*** Opening of Extracted records ***

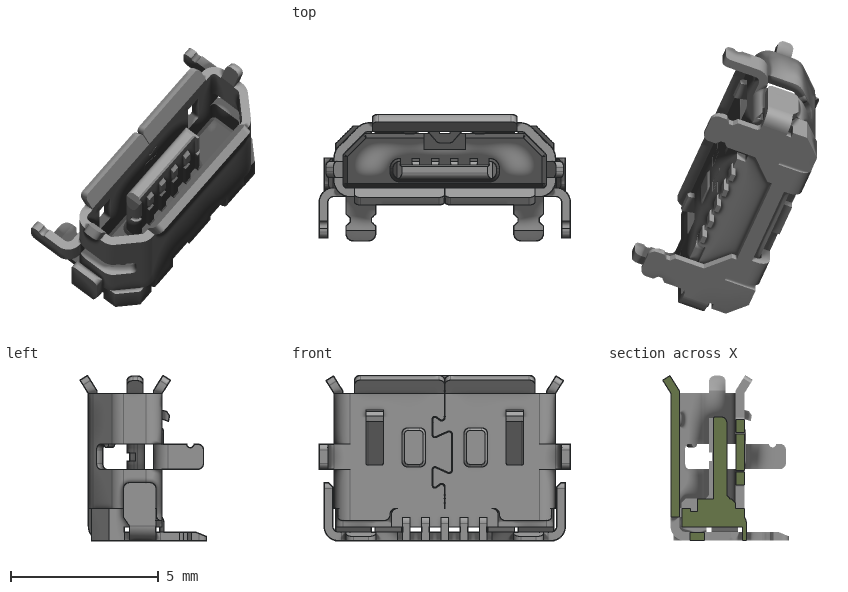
import cadquery as cq
import math


sheet = 0.30
half_width = 3.745
half_depth = 1.25
bevel_size = 0.965
corner_radius = 0.55
inner_corner_radius = 0.15
shell_top = 4.987
front_bottom = 0.69
raised_bottom = 1.10
side_edge_y = -1.06
side_edge_x = 3.40
side_edge_radius = 0.15
arch_half_width = 1.85
arch_radius = 0.20
inner_front = half_depth - sheet
cut = 1.0
tolerance = 1e-3

flare_angle = 32
flare_length = 0.53
side_flare_length = 0.51
flare_corner = 0.20
front_flare_half_width = 3.055
back_flare_half_width = 2.445
side_flare_width = 0.55
side_flare_corner = 0.20
side_flare_y = -0.333

seam_gap = 0.03
seam_radius = 0.09
seam_mid_z = 3.0
seam_left = -0.41
seam_right = 0.25
seam_end_rise = 1.00
seam_hook_rise = 1.30
seam_inner_rise = 0.44
seam_outer_rise = 0.735

spring_slot_x = 2.372
spring_slot_width = 0.595
spring_slot_bottom = 2.56
spring_slot_top = 4.38
spring_slot_radius = 0.08
spring_reach = 0.25
spring_root_z = 4.42
spring_tip_z = 4.04
spring_tip_thickness = 0.15
pad_x = 1.047
pad_width = 0.80
pad_height = 1.32
pad_z = 3.16
pad_rise = 0.05
pad_radius = 0.20
pad_slope = 0.09

dimple_x = 1.18
dimple_z = 4.10
dimple_radius = 0.31
dimple_flat_radius = 0.13
dimple_rise = 0.08

window_bottom = 2.42
window_top = 3.276
window_radius = 0.20
arm_root_x = half_width - corner_radius
arm_half_span = 4.25
arm_bend_radius = 0.50
arm_tip_y = -2.65
arm_tip_radius = 0.20
arm_notch_from_tip = 0.45
arm_notch_radius = 0.12
window_edge_x = 3.054
window_edge_y = 0.96

ear_half_span = 4.08
ear_back = 0.06
ear_front = -1.04
ear_top = 1.97
ear_corner = 0.20
ear_chamfer = 0.15
ear_stem_back = -0.14
ear_waist_z = 0.51
ear_shoulder_z = 0.80
ear_bend_radius = 0.50
plate_back = 0.03
plate_inner_x = 1.60
plate_slant_x = 2.33
plate_slant_y = -0.80
plate_outer_x = 3.50
bridge_front = 0.10
bridge_back = 0.60
leg_x = 2.835
leg_width = 1.01
leg_tip_y = -2.75
leg_corner = 0.25
leg_root_radius = 0.15
leg_notch_y = -2.04
leg_notch_depth = 0.14
leg_notch_half_length = 0.20
leg_taper_start = -2.39
leg_tip_thickness = 0.15
strap_inner_x = 1.45
strap_outer_x = 2.36
strap_bend_radius = 0.50

housing_bottom = 0.466
housing_floor = 1.43
floor_chamfer = 0.15
back_gap = 0.065
flange_half_width = 3.685
flange_back = 1.144
flange_bevel = 0.60
nose_half_width = 1.80
foot_inner_x = 2.48
foot_front = 0.03
pocket_half_width = 0.707
pocket_front = 0.35
pocket_floor = 1.00
lock_tab_root_half_width = 0.57
lock_tab_tip_half_width = 0.24
lock_tab_tip = 0.57
lock_tab_tip_radius = 0.15
lock_tab_relief_half_width = 0.17

tongue_half_length = 1.75
tongue_back = -0.056
tongue_front = -0.654
tongue_radius = 0.24
tongue_top = 4.20
tongue_tip_front_bevel = 0.20
tongue_tip_back_bevel = 0.06
tongue_end_run = 0.14
tongue_end_height = 0.60
tongue_tip_end_bevel = 0.16
pedestal_margin = 0.10
pedestal_height = 0.12
sliver = 0.002
contact_pitch = 0.65
contact_count = 5
groove_width = 0.40
groove_floor = -0.179
rib_top = 3.70
latch_bottom = 2.70
latch_top = 2.98
latch_floor = -0.153
latch_side_floor = -0.347
latch_side_x = 1.58
pin_width = 0.255
pin_front = -1.315
pin_back = -1.16
pin_top = 0.96
pin_bend_radius = 0.37


def block(x0, x1, y0, y1, z0, z1):
    """Box between opposite corners."""
    return cq.Workplane("XY").box(x1 - x0, y1 - y0, z1 - z0, centered=False).translate((x0, y0, z0))


def both_sides(solid):
    """The solid together with its mirror image across X = 0."""
    return solid.union(solid.mirror("YZ"))


def section(inset, radius, z0, z1, back_clearance=0):
    """Prism with the shell outline, pulled inward by `inset`, and its back by `back_clearance` more."""
    w = half_width - inset
    front = inset - half_depth
    back = half_depth - inset - back_clearance
    bevel = bevel_size - inset * (2 - math.sqrt(2)) - back_clearance
    outline = [(-w, front), (w, front), (w, back - bevel), (w - bevel, back),
               (bevel - w, back), (-w, back - bevel)]
    prism = cq.Workplane("XY").workplane(offset=z0).polyline(outline).close().extrude(z1 - z0)
    return prism.edges("|Z").fillet(radius)


def shell_tube():
    tube = section(0, corner_radius, front_bottom, shell_top)
    tube = tube.cut(section(sheet, inner_corner_radius, 0, shell_top + cut))
    tube = tube.cut(block(-half_width, half_width, -inner_front, half_depth, 0, raised_bottom))
    r = side_edge_radius
    bend = r * math.sqrt(0.5)
    side = (cq.Workplane("YZ").workplane(offset=side_edge_x).moveTo(side_edge_y - r, front_bottom)
            .threePointArc((side_edge_y - r + bend, front_bottom + r - bend), (side_edge_y, front_bottom + r))
            .lineTo(side_edge_y, raised_bottom).lineTo(half_depth, raised_bottom)
            .lineTo(half_depth, front_bottom).close().extrude(half_width))
    tube = tube.cut(both_sides(side))
    arch = block(-arch_half_width, arch_half_width, -half_depth - cut, 0, 0, raised_bottom)
    tube = tube.cut(arch.edges("|Y and >Z").fillet(arch_radius))
    feet = [e for e in tube.edges("|Y and <Z").vals() if abs(e.Center().x) < arch_half_width + tolerance]
    return tube.newObject(feet).fillet(arch_radius)


def flare(width, length, corner):
    """Flare leaning toward +Y, centred on X = 0, with its bend line on the outer face at the origin."""
    angle = math.radians(flare_angle)
    along = (length * math.sin(angle), length * math.cos(angle))
    across = (-sheet * math.cos(angle), sheet * math.sin(angle))
    inner_bend = (-sheet, sheet * math.tan(angle / 2))
    tip = (along[0] + across[0], along[1] + across[1])
    outline = [(0, 0), along, tip, inner_bend, (-sheet, 0)]
    blank = cq.Workplane("YZ").polyline(outline).close().extrude(width / 2, both=True)
    tip_y = (along[0] + tip[0]) / 2
    tip_z = (along[1] + tip[1]) / 2
    corners = [e for e in blank.edges("not |X").vals()
               if abs(e.Center().y - tip_y) < tolerance and abs(e.Center().z - tip_z) < tolerance]
    return blank.newObject(corners).fillet(corner)


def mouth_flares():
    back = flare(2 * back_flare_half_width, flare_length, flare_corner)
    flares = back.translate((0, half_depth, shell_top))
    front = flare(front_flare_half_width, flare_length, flare_corner).rotate((0, 0, 0), (0, 0, 1), 180)
    front = front.translate((front_flare_half_width / 2, -half_depth, shell_top))
    side = flare(side_flare_width, side_flare_length, side_flare_corner).rotate((0, 0, 0), (0, 0, 1), -90)
    side = side.translate((half_width, side_flare_y, shell_top))
    return flares.union(both_sides(front)).union(both_sides(side))


def seam_slit():
    """Narrow slit through the front wall and flare, following the dovetail of the seam."""
    upper = [(0, seam_end_rise), (seam_left, seam_hook_rise), (seam_left, seam_inner_rise),
             (seam_right, seam_outer_rise)]
    shift = -seam_gap / 2
    corners = [(x + shift, seam_mid_z + rise) for x, rise in upper]
    corners += [(x + shift, seam_mid_z - rise) for x, rise in reversed(upper)]
    start = (shift, shell_top + cut)
    end = (shift, front_bottom)
    far = -half_width
    outline = [start] + corners + [end, (far, front_bottom), (far, start[1])]
    left_wall = cq.Workplane("XZ").workplane(offset=inner_front - sheet / 2).polyline(outline).close()
    left_wall = left_wall.extrude(2 * sheet + cut)
    bends = [e for e in left_wall.edges("|Y").vals()
             if e.Center().x > far / 2 and raised_bottom < e.Center().z < shell_top]
    left_wall = left_wall.newObject(bends).fillet(seam_radius)
    grown = left_wall.faces(">Y").wires().toPending().offset2D(seam_gap).extrude(2 * sheet + cut)
    limits = block(far / 2, -far / 2, -half_width, 0, raised_bottom, shell_top + cut)
    return grown.cut(left_wall).intersect(limits)


def spring_slot():
    half = spring_slot_width / 2
    slot = block(spring_slot_x - half, spring_slot_x + half, -half_depth - cut, -inner_front + sheet / 2,
                 spring_slot_bottom, spring_slot_top)
    return both_sides(slot.edges("|Y and <Z").fillet(spring_slot_radius))


def spring_tips():
    """Short fingers bending out of the wall at the top of the spring slots."""
    wall = -half_depth
    tip = wall - spring_reach
    knee_z = (spring_root_z + spring_tip_z) / 2
    finger = (cq.Workplane("YZ").moveTo(wall + sheet, spring_root_z).lineTo(wall, spring_root_z)
              .lineTo(wall - spring_tip_thickness, spring_root_z - spring_tip_thickness / 4)
              .lineTo(tip, knee_z).lineTo(tip + spring_tip_thickness / 4, spring_tip_z)
              .lineTo(wall, spring_tip_z + spring_tip_thickness / 2)
              .lineTo(wall + sheet, knee_z).close()
              .extrude(spring_slot_width / 2, both=True))
    return both_sides(finger.translate((spring_slot_x, 0, 0)))


def front_pads():
    slope = math.degrees(math.atan2(pad_slope, pad_rise))
    pad = cq.Workplane("XZ").workplane(offset=half_depth).center(pad_x, pad_z)
    pad = pad.sketch().rect(pad_width, pad_height).vertices().fillet(pad_radius).finalize()
    return both_sides(pad.extrude(pad_rise, taper=slope))


def back_dimples():
    slope_run = dimple_radius - dimple_flat_radius
    slope = math.degrees(math.atan2(slope_run, dimple_rise))
    dimple = cq.Workplane("XZ").workplane(offset=-inner_front).center(dimple_x, dimple_z)
    return both_sides(dimple.circle(dimple_radius).extrude(dimple_rise, taper=slope))


def side_window():
    """Opening from the front bend round the side wall and into the bevel wall."""
    reach = cut
    run = window_edge_x - window_edge_y
    inside = window_edge_x - reach / 2
    outside = window_edge_x + 2 * reach
    outline = [(inside, inside - run), (arm_root_x, -inner_front / 2), (arm_root_x, -half_depth - reach),
               (outside, -half_depth - reach), (outside, outside - run)]
    opening = cq.Workplane("XY").workplane(offset=window_bottom).polyline(outline).close()
    opening = opening.extrude(window_top - window_bottom)
    opening = opening.faces(cq.selectors.DirectionMinMaxSelector(cq.Vector(-1, 1, 0))).edges("not |Z")
    opening = opening.edges("<Z or >Z").fillet(window_radius)
    step = arm_notch_from_tip / math.sqrt(2)
    diagonal = cq.Plane(origin=(window_edge_x + step, window_edge_y - step, window_top),
                        xDir=(1, -1, 0), normal=(-1, -1, 0))
    nub = cq.Workplane(diagonal).circle(arm_notch_radius).extrude(sheet)
    return both_sides(opening.cut(nub))


def board_arms():
    tip_x = arm_half_span
    inner_radius = arm_bend_radius - sheet
    outer_mid = arm_bend_radius * (1 - math.sqrt(0.5))
    bend_end = -inner_front - arm_bend_radius
    inner_x = tip_x - sheet
    inner_mid = inner_radius * (1 - math.sqrt(0.5))
    arm = (cq.Workplane("XY").workplane(offset=window_bottom).moveTo(arm_root_x, -inner_front)
           .lineTo(tip_x - arm_bend_radius, -inner_front)
           .threePointArc((tip_x - outer_mid, -inner_front - outer_mid), (tip_x, bend_end))
           .lineTo(tip_x, arm_tip_y).lineTo(inner_x, arm_tip_y).lineTo(inner_x, bend_end)
           .threePointArc((inner_x - inner_mid, -half_depth - inner_mid),
                          (inner_x - inner_radius, -half_depth))
           .lineTo(arm_root_x, -half_depth).close().extrude(window_top - window_bottom))
    arm = arm.faces("<Y").edges("|X").fillet(arm_tip_radius)
    notch = cq.Workplane("YZ").center(arm_tip_y + arm_notch_from_tip, window_top)
    notch = notch.circle(arm_notch_radius).extrude(tip_x + cut)
    return both_sides(arm.cut(notch))


def ear():
    inner_radius = ear_bend_radius - sheet
    length = ear_back - ear_front
    inner_x = ear_half_span - sheet
    strip = (cq.Workplane("XZ").workplane(offset=-ear_back).moveTo(plate_outer_x - sheet, 0)
             .lineTo(ear_half_span, 0).lineTo(ear_half_span, ear_top).lineTo(inner_x, ear_top)
             .lineTo(inner_x, sheet).lineTo(plate_outer_x - sheet, sheet).close().extrude(length))
    strip = strip.edges("|Y and >X and <Z").fillet(ear_bend_radius)
    inner_bend = cq.selectors.NearestToPointSelector((inner_x, (ear_back + ear_front) / 2, sheet))
    strip = strip.edges("|Y").edges(inner_bend).fillet(inner_radius)
    strip = strip.edges("|X and >Z").fillet(ear_corner)
    strip = strip.cut(cq.Workplane("YZ").moveTo(ear_stem_back, 0).lineTo(ear_stem_back, ear_waist_z)
                      .lineTo(ear_back, ear_shoulder_z).lineTo(ear_back + cut, ear_shoulder_z)
                      .lineTo(ear_back + cut, 0).close().extrude(ear_half_span + cut))
    bevel = (cq.Workplane("XZ").workplane(offset=-ear_back - cut).moveTo(inner_x, ear_top)
             .lineTo(inner_x + ear_chamfer, ear_top).lineTo(inner_x, ear_top - ear_chamfer).close()
             .extrude(length + 2 * cut))
    return strip.cut(bevel)


def leg():
    """Solder leg with a pair of waist notches and a tapered, rounded tip."""
    half = leg_width / 2
    bar = block(leg_x - half, leg_x + half, leg_tip_y, plate_back, 0, sheet)
    bar = bar.edges("|Z and <Y").fillet(leg_corner)
    for side in (-1, 1):
        edge = leg_x + side * half
        waist = (cq.Workplane("XY").moveTo(edge, leg_notch_y - leg_notch_half_length)
                 .lineTo(edge - side * leg_notch_depth, leg_notch_y - leg_notch_depth / 2)
                 .lineTo(edge - side * leg_notch_depth, leg_notch_y + leg_notch_depth / 2)
                 .lineTo(edge, leg_notch_y + leg_notch_half_length).close().extrude(sheet))
        bar = bar.cut(waist)
    taper = (cq.Workplane("YZ").moveTo(leg_taper_start, sheet).lineTo(leg_tip_y, leg_tip_thickness)
             .lineTo(leg_tip_y, sheet).close().extrude(leg_x + leg_width))
    return bar.cut(taper)


def strap():
    """Strip from the lower edge of the back wall, bent forward into the foot plate."""
    strip = (cq.Workplane("YZ").workplane(offset=strap_inner_x).moveTo(bridge_front, 0).lineTo(half_depth, 0)
             .lineTo(half_depth, raised_bottom).lineTo(inner_front, raised_bottom)
             .lineTo(inner_front, sheet).lineTo(bridge_front, sheet).close()
             .extrude(strap_outer_x - strap_inner_x))
    strip = strip.edges("|X and >Y and <Z").fillet(strap_bend_radius)
    middle_x = (strap_inner_x + strap_outer_x) / 2
    inner_bend = cq.selectors.NearestToPointSelector((middle_x, inner_front, sheet))
    return strip.edges("|X").edges(inner_bend).fillet(strap_bend_radius - sheet)


def foot_plate():
    slant_end_y = plate_slant_y + plate_slant_x - plate_inner_x
    plate = (cq.Workplane("XY").moveTo(plate_outer_x, plate_back).lineTo(plate_outer_x, ear_front)
             .lineTo(plate_slant_x, ear_front).lineTo(plate_slant_x, plate_slant_y)
             .lineTo(plate_inner_x, slant_end_y).lineTo(plate_inner_x, plate_back).close().extrude(sheet))
    link = block(0, strap_outer_x, bridge_front, bridge_back, 0, sheet)
    step = block(plate_inner_x, strap_outer_x, plate_back, bridge_back, 0, sheet)
    half = plate.union(step).union(link).union(strap()).union(leg()).union(ear())
    leg_root = cq.selectors.NearestToPointSelector((leg_x + leg_width / 2, ear_front, sheet / 2))
    half = half.edges("|Z").edges(leg_root).fillet(leg_root_radius)
    return both_sides(half)


def housing():
    """Insulator filling the lower end of the shell, with a flange, a front nose and two rear feet."""
    core = section(sheet, inner_corner_radius, housing_bottom, housing_floor, back_gap)
    core = core.faces(">Z").edges().chamfer(floor_chamfer)

    flange = block(-flange_half_width, flange_half_width, -inner_front, foot_front,
                   housing_bottom, raised_bottom)
    flange = flange.edges("|Z and <Y").fillet(corner_radius - sheet)
    nose = block(-nose_half_width, nose_half_width, -half_depth, 0, housing_bottom, raised_bottom)
    nose = nose.edges("|Y and >Z").fillet(arch_radius)

    bevel_x = flange_half_width - flange_bevel
    bevel_y = flange_back - flange_bevel
    foot = (cq.Workplane("XY").moveTo(foot_inner_x, foot_front).lineTo(flange_half_width, foot_front)
            .lineTo(flange_half_width, bevel_y).lineTo(bevel_x, flange_back)
            .lineTo(foot_inner_x, flange_back).close().extrude(raised_bottom))

    pocket = block(-pocket_half_width, pocket_half_width, pocket_front, half_depth,
                   pocket_floor, housing_floor)
    return core.union(flange).union(nose).union(both_sides(foot)).cut(pocket)


def lock_tab():
    """Tab folded in from the back wall over the pocket in the housing."""
    outline = [(-lock_tab_root_half_width, half_depth), (lock_tab_root_half_width, half_depth),
               (lock_tab_root_half_width, inner_front), (lock_tab_tip_half_width, lock_tab_tip),
               (-lock_tab_tip_half_width, lock_tab_tip), (-lock_tab_root_half_width, inner_front)]
    tab = cq.Workplane("XY").workplane(offset=raised_bottom).polyline(outline).close().extrude(-sheet)
    tab = tab.edges("|Z and <Y").fillet(lock_tab_tip_radius)
    relief = block(-lock_tab_relief_half_width, lock_tab_relief_half_width,
                   inner_front - back_gap, inner_front, 0, raised_bottom)
    return tab.cut(relief)


def tongue_plan(margin, height):
    """Rounded plan shape of the tongue, grown by `margin`, standing on the housing floor."""
    prism = block(-tongue_half_length - margin, tongue_half_length + margin,
                  tongue_front - margin, tongue_back + margin, housing_floor, housing_floor + height)
    return prism.edges("|Z").fillet(tongue_radius + margin)


def contact_positions():
    """X of each contact, evenly spread about the middle."""
    return [(index - (contact_count - 1) / 2) * contact_pitch for index in range(contact_count)]


def tongue():
    body = tongue_plan(0, tongue_top - housing_floor)
    end_z = tongue_top - tongue_end_height
    shoulder_x = tongue_half_length - tongue_end_run
    shoulder_z = tongue_top - tongue_tip_end_bevel
    end_cut = (cq.Workplane("XZ").moveTo(tongue_half_length, end_z).lineTo(shoulder_x, shoulder_z)
               .lineTo(shoulder_x - tongue_tip_end_bevel, tongue_top).lineTo(tongue_half_length, tongue_top)
               .close().extrude(half_depth, both=True))
    pedestal = tongue_plan(pedestal_margin, pedestal_height)
    pedestal = pedestal.faces(">Z").edges().chamfer(pedestal_height - sliver, pedestal_margin - sliver)
    body = body.cut(both_sides(end_cut)).union(pedestal)

    rib_cut_half = max(contact_positions()) + groove_width / 2
    back = tongue_back + pedestal_margin
    rib_rise = back - groove_floor
    above_ribs = (cq.Workplane("YZ").moveTo(back, rib_top - rib_rise).lineTo(groove_floor, rib_top)
                  .lineTo(groove_floor, tongue_top).lineTo(back, tongue_top).close()
                  .extrude(rib_cut_half, both=True))
    body = body.cut(above_ribs)
    for x in contact_positions():
        body = body.cut(block(x - groove_width / 2, x + groove_width / 2, groove_floor, back,
                              housing_floor, tongue_top))
    body = body.cut(block(-half_width, half_width, latch_floor, back, latch_bottom, latch_top))
    side = block(latch_side_x, half_width, latch_side_floor, back, latch_bottom, latch_top)
    body = body.cut(both_sides(side))

    front_bevel = (cq.Workplane("YZ").moveTo(tongue_front, tongue_top - tongue_tip_front_bevel)
                   .radiusArc((tongue_front + tongue_tip_front_bevel, tongue_top), tongue_tip_front_bevel)
                   .lineTo(tongue_front, tongue_top).close().extrude(half_width, both=True))
    back_bevel = (cq.Workplane("YZ").moveTo(groove_floor, tongue_top - tongue_tip_back_bevel)
                  .lineTo(groove_floor - tongue_tip_back_bevel, tongue_top).lineTo(groove_floor, tongue_top)
                  .close().extrude(half_width, both=True))
    return body.cut(front_bevel).cut(back_bevel)


def contact_pins():
    pins = cq.Workplane("XY")
    for x in contact_positions():
        tail = block(x - pin_width / 2, x + pin_width / 2, pin_front, pin_back, 0, pin_top)
        root = block(x - pin_width / 2, x + pin_width / 2, pin_front, 0, pin_top - pin_bend_radius, pin_top)
        pin = tail.union(root).edges("|X and <Y and >Z").fillet(pin_bend_radius)
        pins = pins.union(pin)
    return pins


shell = shell_tube().union(mouth_flares())
shell = shell.cut(side_window()).cut(spring_slot()).cut(seam_slit())
shell = shell.union(board_arms()).union(spring_tips()).union(front_pads()).union(back_dimples())
shell = shell.union(lock_tab()).union(foot_plate())
insert = housing().union(tongue()).union(contact_pins())
result = shell.union(insert)

*** Close of Extracted records ***

Looking at the data above, how many lines hold the string "inside"? Reply with only the number.

2